━━━ Information given
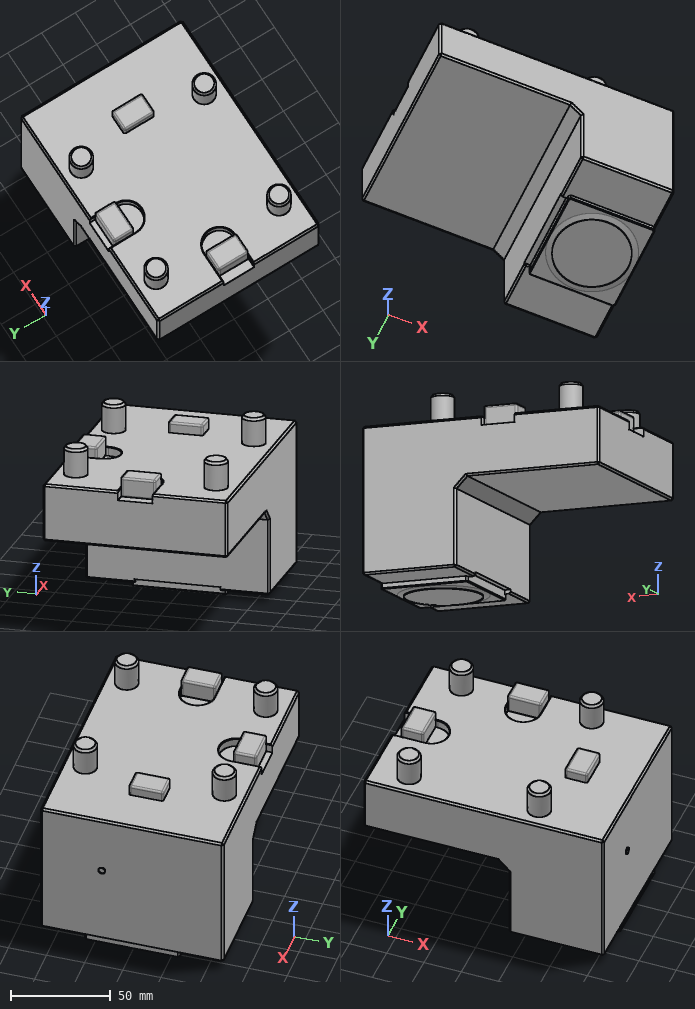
import cadquery as cq


body_length = 129.0
body_width = 96.0
body_top = 80.0
arm_thickness = 30.0
leg_length = 51.0
leg_bottom = 4.0
corner_bevel = 6.0
edge_chamfer = 1.0

pin_diameter = 12.0
pin_top = 95.0
pin_tip_length = 1.4
pin_tip_inset = 1.0
pin_x_positions = (20.1, 90.0)
pin_y_spacing = 72.9

key_long = 18.0
key_short = 12.0
key_rise = 5.7
key_fillet = 1.0
pocket_depth = 4.8
pocket_width = key_long
pocket_rim_chamfer = 0.4
side_pocket_reach = 27.1
back_pocket_reach = 25.0
side_key_setback = 5.0
back_key_setback = 3.0
back_key_x = 55.0
far_key_x = 99.1

plate_length = 47.4
plate_width = 50.0
plate_center_x = 105.0
plate_bottom = 1.2
plate_chamfer = 1.0
plate_bottom_chamfer = 0.5
notch_width = 45.0
notch_height = 2.1
lens_base_diameter = 46.6
lens_face_diameter = 40.0
lens_face_height = 0.4

stud_diameter = 3.5
stud_height = 0.5
stud_y = -15.7
stud_z = 48.2


def make_body():
    """L profile extruded across Y, with every outer edge chamfered."""
    arm_bottom = body_top - arm_thickness
    leg_x = body_length - leg_length
    profile = [
        (0, body_top),
        (body_length, body_top),
        (body_length, leg_bottom),
        (leg_x, leg_bottom),
        (leg_x, arm_bottom - corner_bevel),
        (leg_x - corner_bevel, arm_bottom),
        (0, arm_bottom),
    ]
    body = cq.Workplane("XZ").polyline(profile).close().extrude(body_width / 2, both=True)

    margin = edge_chamfer
    inner_corner = cq.selectors.BoxSelector(
        (leg_x - corner_bevel - margin, -margin, arm_bottom - corner_bevel - margin),
        (leg_x + margin, margin, arm_bottom + margin),
    )
    outer_edges = cq.selectors.SubtractSelector(cq.selectors.StringSyntaxSelector("|Y"), inner_corner)
    face_rims = cq.selectors.StringSyntaxSelector("#Y")
    return body.edges(cq.selectors.SumSelector(outer_edges, face_rims)).chamfer(edge_chamfer)


def slot_outline(radius, center_x):
    """Round-ended outline along +X that starts one radius outside the body face."""
    return (
        cq.Workplane("XY", origin=(0, 0, body_top))
        .moveTo(-radius, -radius)
        .lineTo(center_x, -radius)
        .threePointArc((center_x + radius, 0), (center_x, radius))
        .lineTo(-radius, radius)
        .close()
    )


def make_pocket(reach):
    """Cutter for a pocket open at the -X face, with a 45 degree rim chamfer."""
    radius = pocket_width / 2
    center_x = reach - radius
    well = slot_outline(radius, center_x).extrude(-pocket_depth)
    rim = slot_outline(radius + pocket_rim_chamfer, center_x).extrude(-pocket_rim_chamfer, taper=45)
    return well.union(rim)


def make_key():
    """Rounded key block, long side along Y, with its base at pocket floor level."""
    height = pocket_depth + key_rise
    key = cq.Workplane("XY").box(key_short, key_long, height, centered=(True, True, False))
    return key.edges().fillet(key_fillet).translate((0, 0, body_top - pocket_depth))


def make_pin():
    """Pin with a beveled tip, standing on the top face."""
    radius = pin_diameter / 2
    profile = [
        (0, body_top),
        (radius, body_top),
        (radius, pin_top - pin_tip_length),
        (radius - pin_tip_inset, pin_top),
        (0, pin_top),
    ]
    return cq.Workplane("XZ").polyline(profile).close().revolve(360, (0, 0, 0), (0, 1, 0))


def make_plate():
    """Chamfered plate under the leg with a shallow conical lens below it, ending in a thin disc."""
    height = leg_bottom + notch_height - plate_bottom
    plate = (
        cq.Workplane("XY")
        .box(plate_length, plate_width, height, centered=(True, True, False))
        .edges("|Z")
        .chamfer(plate_chamfer)
        .faces("<Z")
        .edges()
        .chamfer(plate_bottom_chamfer)
        .translate((0, 0, plate_bottom))
    )
    base_radius = lens_base_diameter / 2
    face_radius = lens_face_diameter / 2
    lens_profile = [
        (0, 0),
        (face_radius, 0),
        (face_radius, lens_face_height),
        (base_radius, plate_bottom),
        (0, plate_bottom),
    ]
    lens = cq.Workplane("XZ").polyline(lens_profile).close().revolve(360, (0, 0, 0), (0, 1, 0))
    return plate.union(lens).translate((plate_center_x, 0, 0))


def make_notch():
    """Cutter for the notch in the leg bottom, from the leg's -X face to the plate."""
    leg_x = body_length - leg_length
    length = plate_center_x - plate_length / 2 - leg_x
    notch = cq.Workplane("XY").box(length, notch_width, notch_height, centered=(False, True, False))
    return notch.translate((leg_x, 0, leg_bottom))


def make_stud():
    """Small round stud on the +X face."""
    stud = cq.Workplane("YZ").circle(stud_diameter / 2).extrude(stud_height)
    return stud.translate((body_length, stud_y, stud_z))


def turn_to_back(shape):
    """Turn a shape built from the -X face so that it runs in from the +Y face."""
    turned = shape.rotate((0, 0, 0), (0, 0, 1), -90)
    return turned.translate((back_key_x, body_width / 2, 0))


result = make_body()

result = result.cut(make_pocket(side_pocket_reach))
result = result.cut(turn_to_back(make_pocket(back_pocket_reach)))
result = result.cut(make_notch())

key_block = make_key()
result = result.union(key_block.translate((side_key_setback + key_short / 2, 0, 0)))
result = result.union(turn_to_back(key_block.translate((back_key_setback + key_short / 2, 0, 0))))
result = result.union(key_block.translate((far_key_x, 0, 0)))

for pin_x in pin_x_positions:
    for pin_y in (-pin_y_spacing / 2, pin_y_spacing / 2):
        result = result.union(make_pin().translate((pin_x, pin_y, 0)))

result = result.union(make_plate())
result = result.union(make_stud())
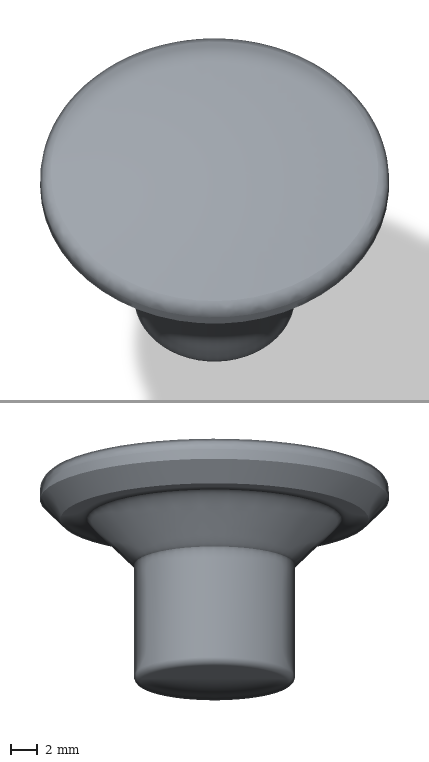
import cadquery as cq
import math

head_radius = 13.0
stem_radius = 6.0
total_height = 17.0
stem_height = 9.0
stem_edge_fillet = 0.5

neck_top_radius = 9.52
neck_top_z = 12.5

bevel = 1.5
shoulder_fillet = 1.0
dome_sphere_radius = 60.0

rim_bottom_z = neck_top_z + bevel


def dome_height(radius):
    """Height of the spherical top at a given distance from the axis."""
    sphere_centre_z = total_height - dome_sphere_radius
    return sphere_centre_z + math.sqrt(dome_sphere_radius**2 - radius**2)


dome_mid_radius = head_radius / 2
profile = (
    cq.Workplane("XZ")
    .lineTo(stem_radius, 0)
    .lineTo(stem_radius, stem_height)
    .lineTo(neck_top_radius, neck_top_z)
    .lineTo(head_radius - bevel, neck_top_z)
    .lineTo(head_radius, rim_bottom_z)
    .lineTo(head_radius, dome_height(head_radius))
    .threePointArc((dome_mid_radius, dome_height(dome_mid_radius)), (0, total_height))
    .close()
)
knob = profile.revolve(360, (0, 0), (0, 1))

knob = knob.faces("%CYLINDER").faces(">Z").edges(">Z").fillet(shoulder_fillet)

result = knob.faces("<Z").edges().fillet(stem_edge_fillet)
━━━━━━
*Exercise objective:* The word "shape" appears on some lines of the data above; say how many such lines there are, with nothing else.

*Reply to the exercise:* 3